In Figure 14, the input transaction is assigned a globally increasing transaction id after passing through the sequencer layer. At this time, the execution result is already deterministic. After passing through the sequencer layer, the transaction is sent to node, T1 and T2 are on node1, and T3 and T4 are on node2.

Figure 15-Aria execution process two

In Figure 15, assume that T1 and T2 are packaged into a batch on node1, and T3 and T4 are packaged into a batch on node2. During execution, the execution result of the transaction in the batch will be placed in the memory of the node to which it belongs, and then proceed to the next step.

Figure 16-Aria execution process three

Figure 16 is the result of the reservation of the transaction in batch1. It should be noted that the node that executes the transaction does not necessarily own the transaction data, but the reservation request will be sent to the node that owns the data, so the node must be able to know and store it itself All reservation information related to the Key. In the commit phase, you will find that the read set of T2 on node1 conflicts with the write set of T1, so T2 needs to be aborted and placed in the next batch for execution. For T1, T3 and T4 without conflict, it will enter the writing phase. Because the input results have been persisted in the sequencer layer, Aria will first return to the client the successful execution of the transaction and write asynchronously.

Figure 17-Aria execution process four

Figure 17 is the result of the delayed execution of T2, and T2 is added to batch2. But in batch2, T2 enjoys the highest execution priority (the id in batch is the smallest) and will not be delayed indefinitely due to conflicts, and this strategy can guarantee the only result.

Figure 18-Aria's uncertainty problem

It is easy to think that Aria may also have the same uncertainty problem as Calvin. In Figure 18, there is a conflict between T1 and T2. T1 should be executed first and T2 should be executed first. If T2 tries to submit before T1 has started the reservation, then you will not be able to find that there is a conflict between T1 and T1, and the execution order becomes T2-> T1, destroys the requirement of certainty. In order to solve this problem, Aria and Calvin have the same coordinator role, using coordinator to ensure that all nodes are in the same stage. In Figure 18, before node1 where T1 is located, node2 cannot enter the commit phase.

Figure 19-Aria's reordering

One of the advantages of a deterministic database is that it can reorder according to input transactions. Aria also considers this mechanism. First, Aria believes that WAR dependencies (read after write) can be safely parallelized, and further perform reservation results in the commit phase. During conflict detection, the read-after-write dependency can be converted into the read-after-write dependency.
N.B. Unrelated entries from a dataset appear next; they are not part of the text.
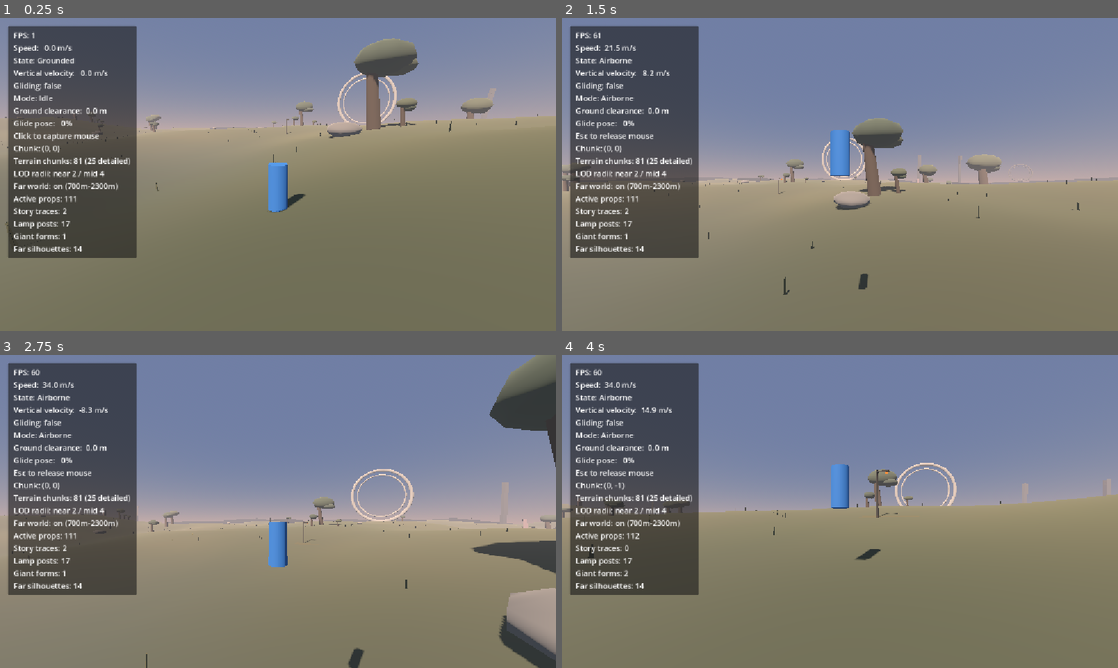
Above: before the commit, frames 1-4 (two rows, left to right).
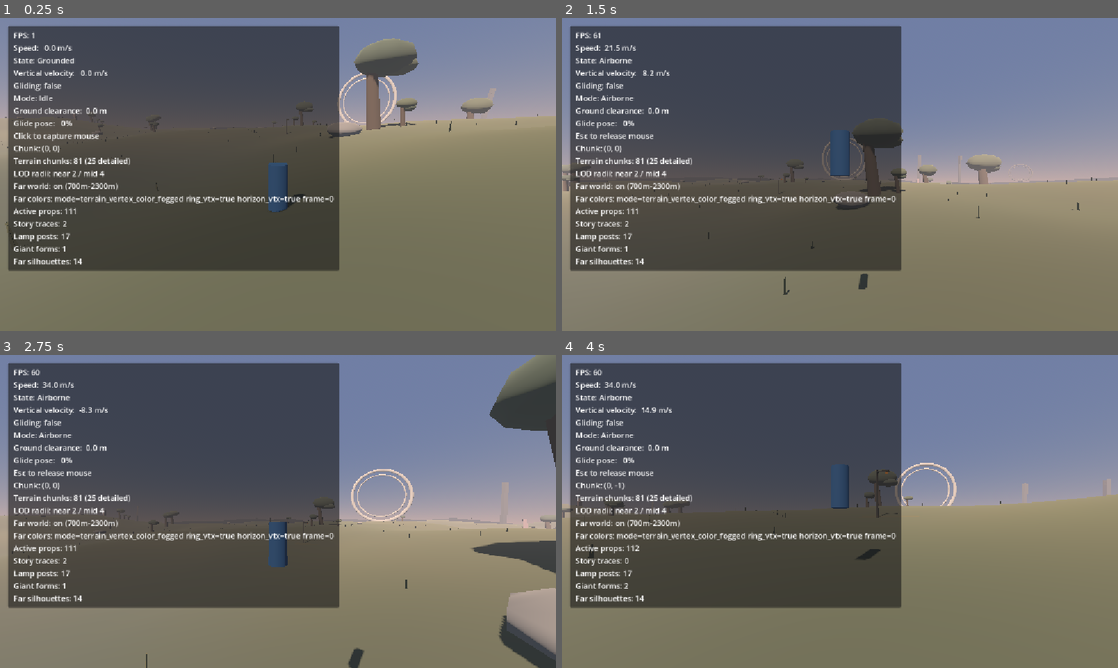
Above: after the commit, the same moments.

Repository: nimanimanima-rgb/DreamRunner
Game: Godot game, scene res://scenes/ProceduralTest.tscn
Two runs of this game, one before a commit and one after it. Both use one fixed random seed, a clock stepped at 60 frames per second and the inputs below. This scene is started directly instead of the project's main scene.
Inputs (mouse positions are in pixels of both pictures, inside the frame that each line leads up to):
- Up to frame 1 (0.25 s): no input
- Up to frame 2 (1.5 s): tap Enter at 0.5 s; move the mouse to (812, 237) at 0.52 s; hold Q (shift_dimension) 0.53-1.28 s; hold W (move_forward) from 0.53 s (still down); click (812, 237) at 0.67 s; tap Space (jump) at 0.77 s; move the mouse to (878, 177) at 1.27 s; tap M at 1.35 s
- Up to frame 3 (2.75 s): keep holding W (move_forward); tap Space (jump) at 1.52 s; move the mouse to (233, 508) at 2.02 s; hold Q (shift_dimension) from 2.03 s (still down)
- Up to frame 4 (4 s): move the mouse to (845, 511) at 2.77 s; release W (move_forward) at 2.78 s; release Q (shift_dimension) at 2.78 s; hold A (move_left) 2.78-3.53 s; tap M at 2.85 s; click (845, 511) at 2.92 s; tap Space (jump) at 3.02, 3.77 s; move the mouse to (817, 505) at 3.52 s; hold W (move_forward) from 3.53 s (still down); hold Q (shift_dimension) from 3.53 s (still down)

The runs differ from the first frame. In frame 1, 30% of the frame differs, in the area x 1-62%, y 2-81%; in frame 2, 30%; in frame 3, 30%, in the area x 1-61%, y 2-81%; in frame 4, 30%.
Error in both runs: Invalid assignment of property or key 'rotation' with value of type 'Vector3' on a base object of type 'null instance'. (res://scripts/player_controller.gd:105)

Commit message:
Fix far horizon terrain blending

Diff:
--- a/scripts/debug_hud.gd
+++ b/scripts/debug_hud.gd
@@ -44,6 +44,7 @@
 		var playable_radius = terrain_manager.call("get_playable_chunk_radius")
 		var mid_radius = terrain_manager.call("get_mid_terrain_radius")
 		var far_world_status = terrain_manager.call("get_far_world_status")
+		var far_world_colors = terrain_manager.call("get_far_world_color_debug")
 		var prop_count = terrain_manager.call("get_active_prop_count")
 		var story_trace_count = terrain_manager.call("get_visible_story_trace_count")
 		var lamp_post_count = terrain_manager.call("get_active_lamp_post_count")
@@ -54,6 +55,7 @@
 			+ "Terrain chunks: %d (%d detailed)\n" % [chunk_count, detailed_chunk_count]
 			+ "LOD radii: near %d / mid %d\n" % [playable_radius, mid_radius]
 			+ "Far world: %s\n" % far_world_status
+			+ "Far colors: %s\n" % far_world_colors
 			+ "Active props: %d\n" % prop_count
 			+ "Story traces: %d\n" % story_trace_count
 			+ "Lamp posts: %d\n" % lamp_post_count
--- a/scripts/dream_atmosphere.gd
+++ b/scripts/dream_atmosphere.gd
@@ -412,5 +412,24 @@
 	return dimension_layers[current_dimension_index].display_name
 
 
+func get_current_ground_bottom_color() -> Color:
+	if current_dimension_index < 0 or current_dimension_index >= dimension_layers.size():
+		return Color(0.1, 0.12, 0.13)
+	return dimension_layers[current_dimension_index].ground_bottom
+
+
+func get_current_ground_horizon_color() -> Color:
+	if current_dimension_index < 0 or current_dimension_index >= dimension_layers.size():
+		return Color(0.34, 0.36, 0.33)
+	return dimension_layers[current_dimension_index].ground_horizon
+
+
+func get_current_far_ground_source_color() -> Color:
+	return get_current_ground_bottom_color().lerp(
+		get_current_ground_horizon_color(),
+		0.65
+	)
+
+
 # Future dimension-aware objects can connect to dimension_changed and decide whether
 # to reveal, transform, recolor, or alter sound. Keep those behaviors out of this node.
--- a/scripts/terrain_chunk_manager.gd
+++ b/scripts/terrain_chunk_manager.gd
@@ -118,6 +118,7 @@
 var horizon_terrain_instance: MeshInstance3D
 var far_terrain_material: StandardMaterial3D
 var horizon_terrain_material: StandardMaterial3D
+var last_far_world_color_update_frame: int = -1
 var current_chunk := Vector2i.ZERO
 
 var terrain_noise: FastNoiseLite
@@ -487,9 +488,13 @@
 
 
 func create_far_world_layers() -> void:
-	far_terrain_material = create_grass_material(Color(0.28, 0.31, 0.29))
-	horizon_terrain_material = create_grass_material(Color(0.22, 0.26, 0.27))
+	# Match normal terrain exactly: lit vertex colors plus engine fog. Separate
+	# material instances preserve independent future distance tuning.
+	far_terrain_material = create_grass_material(Color.WHITE)
+	far_terrain_material.vertex_color_use_as_albedo = true
 	far_terrain_material.cull_mode = BaseMaterial3D.CULL_DISABLED
+	horizon_terrain_material = create_grass_material(Color.WHITE)
+	horizon_terrain_material.vertex_color_use_as_albedo = true
 	horizon_terrain_material.cull_mode = BaseMaterial3D.CULL_DISABLED
 
 	far_terrain_instance = MeshInstance3D.new()
@@ -535,6 +540,7 @@
 	var row_size: int = far_world_radial_segments + 1
 	var vertices := PackedVector3Array()
 	var normals := PackedVector3Array()
+	var colors := PackedColorArray()
 	var indices := PackedInt32Array()
 	for radial_index in range(radial_steps + 1):
 		var radial_weight: float = float(radial_index) / float(radial_steps)
@@ -543,9 +549,12 @@
 			var angle: float = TAU * float(segment) / float(far_world_radial_segments)
 			var local_x: float = cos(angle) * radius
 			var local_z: float = sin(angle) * radius
+			var world_x: float = center.x + local_x
+			var world_z: float = center.y + local_z
+			var terrain_height: float = sample_height(world_x, world_z)
 			# Sit slightly beneath overlapping square LOD chunks to prevent distant
 			# z-fighting while preserving the same underlying height silhouette.
-			var height: float = sample_height(center.x + local_x, center.y + local_z) - 2.0
+			var height: float = terrain_height - 2.0
 			if add_horizon_silhouette:
 				# Broad angular waves lift only the remote band into irregular ridge
 				# silhouettes; dense fog dissolves its outer boundary into the sky.
@@ -555,7 +564,16 @@
 				)
 				height += smoothstep(0.0, 0.72, radial_weight) * (18.0 + ridge_wave)
 			vertices.append(Vector3(local_x, height, local_z))
-			normals.append(Vector3.UP)
+			var terrain_normal: Vector3 = sample_surface_normal(world_x, world_z)
+			normals.append(terrain_normal)
+			var terrain_color: Color = get_terrain_vertex_color(
+				world_x, world_z, terrain_height, terrain_normal
+			)
+			var distance_lift: float = 0.1 if not add_horizon_silhouette else 0.16
+			var lifted_color: Color = terrain_color.lerp(
+				Color(0.72, 0.74, 0.66), distance_lift
+			)
+			colors.append(Color(lifted_color.r, lifted_color.g, lifted_color.b, 1.0))
 	for radial_index in range(radial_steps):
 		for segment in range(far_world_radial_segments):
 			var inner_left: int = radial_index * row_size + segment
@@ -570,6 +588,7 @@
 	arrays.resize(Mesh.ARRAY_MAX)
 	arrays[Mesh.ARRAY_VERTEX] = vertices
 	arrays[Mesh.ARRAY_NORMAL] = normals
+	arrays[Mesh.ARRAY_COLOR] = colors
 	arrays[Mesh.ARRAY_INDEX] = indices
 	var mesh := ArrayMesh.new()
 	mesh.add_surface_from_arrays(Mesh.PRIMITIVE_TRIANGLES, arrays)
@@ -579,19 +598,9 @@
 func update_far_world_materials() -> void:
 	if far_terrain_material == null or horizon_terrain_material == null:
 		return
-	# Near terrain blends these two dusty greens through vertex color. Darkening
-	# their exact midpoint preserves its olive hue; no white/grey tint is added.
-	var ground_green: Color = grass_color_a.lerp(grass_color_b, 0.5)
-	var colors: Dictionary = {
-		&"pale_dawn": [ground_green.darkened(0.1), ground_green.darkened(0.18)],
-		&"cold_overcast": [Color(0.22, 0.265, 0.28), Color(0.15, 0.19, 0.215)],
-		&"golden_dissolve": [ground_green.darkened(0.08), ground_green.darkened(0.16)],
-		&"blue_liminal_night": [Color(0.09, 0.13, 0.2), Color(0.045, 0.075, 0.135)],
-		&"dust_haze_afternoon": [ground_green.darkened(0.12), ground_green.darkened(0.2)],
-	}
-	var profile: Array = colors.get(current_dimension_id, colors[&"pale_dawn"])
-	far_terrain_material.albedo_color = profile[0]
-	horizon_terrain_material.albedo_color = profile[1]
+	# Dimension changes reach these materials through the same environment
+	# lighting and fog path as regular terrain; no flat color override remains.
+	last_far_world_color_update_frame = Engine.get_process_frames()
 
 
 func create_landmark_dimension_materials() -> void:
@@ -2163,6 +2172,10 @@
 	return "on (%dm-%dm)" % [roundi(far_terrain_inner_radius), roundi(horizon_outer_radius)]
 
 
+func get_far_world_color_debug() -> String:
+	return "mode=terrain_vertex_color_fogged ring_vtx=true horizon_vtx=true frame=%d" % last_far_world_color_update_frame
+
+
 func get_playable_chunk_radius() -> int:
 	return active_radius
 
Not shown, changed: CURRENT_STATE.md

In the upper figure of Figure 19, if it is executed in the order of T1 -> T2 -> T3, then these three transactions need to be executed serially. But in the result of parallel execution after rearrangement, the values read by T2 and T3 are all before the batch starts. In other words, the execution order becomes T3 -> T2 -> T1. In the lower part of Figure 19, even if the RAW dependency is converted to the WAR dependency, because the dependency has a loop, a transaction still needs to be aborted.

Compared with Calvin, the advantage of Aria's design is that the execution and reservation strategies have a higher degree of parallelism, and no additional OLLP strategy is required for exploratory reading, and Aria can provide a backup strategy to open it in high conflict scenarios. There is an additional stage of conflict transaction processing, which will not be described in detail in this article. Interested students can see the 160f794c37713b article on Zhihu.